- **Data under study**
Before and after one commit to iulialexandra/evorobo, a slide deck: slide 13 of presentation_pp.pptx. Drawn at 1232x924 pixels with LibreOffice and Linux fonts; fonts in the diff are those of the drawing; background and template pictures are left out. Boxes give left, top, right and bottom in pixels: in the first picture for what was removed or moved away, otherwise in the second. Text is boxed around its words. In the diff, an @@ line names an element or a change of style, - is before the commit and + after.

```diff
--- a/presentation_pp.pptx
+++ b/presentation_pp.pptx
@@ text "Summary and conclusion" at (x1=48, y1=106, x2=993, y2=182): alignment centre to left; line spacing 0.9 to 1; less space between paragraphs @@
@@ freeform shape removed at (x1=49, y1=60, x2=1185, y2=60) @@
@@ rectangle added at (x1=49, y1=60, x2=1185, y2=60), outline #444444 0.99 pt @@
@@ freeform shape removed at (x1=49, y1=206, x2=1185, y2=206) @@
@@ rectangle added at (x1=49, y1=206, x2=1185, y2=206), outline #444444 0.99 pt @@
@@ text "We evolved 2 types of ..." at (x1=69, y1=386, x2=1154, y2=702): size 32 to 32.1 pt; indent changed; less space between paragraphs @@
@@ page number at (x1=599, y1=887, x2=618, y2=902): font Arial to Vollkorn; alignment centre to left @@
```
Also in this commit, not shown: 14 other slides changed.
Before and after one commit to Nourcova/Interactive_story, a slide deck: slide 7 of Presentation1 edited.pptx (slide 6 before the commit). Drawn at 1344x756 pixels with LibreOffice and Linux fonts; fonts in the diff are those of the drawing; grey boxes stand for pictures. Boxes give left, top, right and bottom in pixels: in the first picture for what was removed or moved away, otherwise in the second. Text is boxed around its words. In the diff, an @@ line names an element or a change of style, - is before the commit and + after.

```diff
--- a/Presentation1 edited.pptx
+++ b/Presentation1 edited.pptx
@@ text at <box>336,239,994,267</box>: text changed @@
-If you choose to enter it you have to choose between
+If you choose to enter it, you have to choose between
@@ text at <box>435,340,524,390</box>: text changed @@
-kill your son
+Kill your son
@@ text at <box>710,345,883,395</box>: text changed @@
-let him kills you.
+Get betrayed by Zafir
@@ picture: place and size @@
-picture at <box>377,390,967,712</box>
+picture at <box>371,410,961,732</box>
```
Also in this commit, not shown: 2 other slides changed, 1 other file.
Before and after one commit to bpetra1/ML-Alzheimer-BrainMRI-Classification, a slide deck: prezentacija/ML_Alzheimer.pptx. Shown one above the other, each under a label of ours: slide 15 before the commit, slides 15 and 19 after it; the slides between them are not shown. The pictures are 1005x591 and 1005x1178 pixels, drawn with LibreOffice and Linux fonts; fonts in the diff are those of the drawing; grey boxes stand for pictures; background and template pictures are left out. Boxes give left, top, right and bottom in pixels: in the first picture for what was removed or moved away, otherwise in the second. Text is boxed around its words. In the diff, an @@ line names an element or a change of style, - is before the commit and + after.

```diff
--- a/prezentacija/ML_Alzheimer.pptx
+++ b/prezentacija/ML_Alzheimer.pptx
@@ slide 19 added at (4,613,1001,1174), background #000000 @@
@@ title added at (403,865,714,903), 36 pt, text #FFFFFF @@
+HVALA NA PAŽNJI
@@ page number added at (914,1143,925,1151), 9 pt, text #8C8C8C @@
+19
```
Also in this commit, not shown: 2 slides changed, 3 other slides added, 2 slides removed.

- **What the task asks**
Since only a number is wanted, please say how many lines in the data include the word "Also".

- **Written reply**
3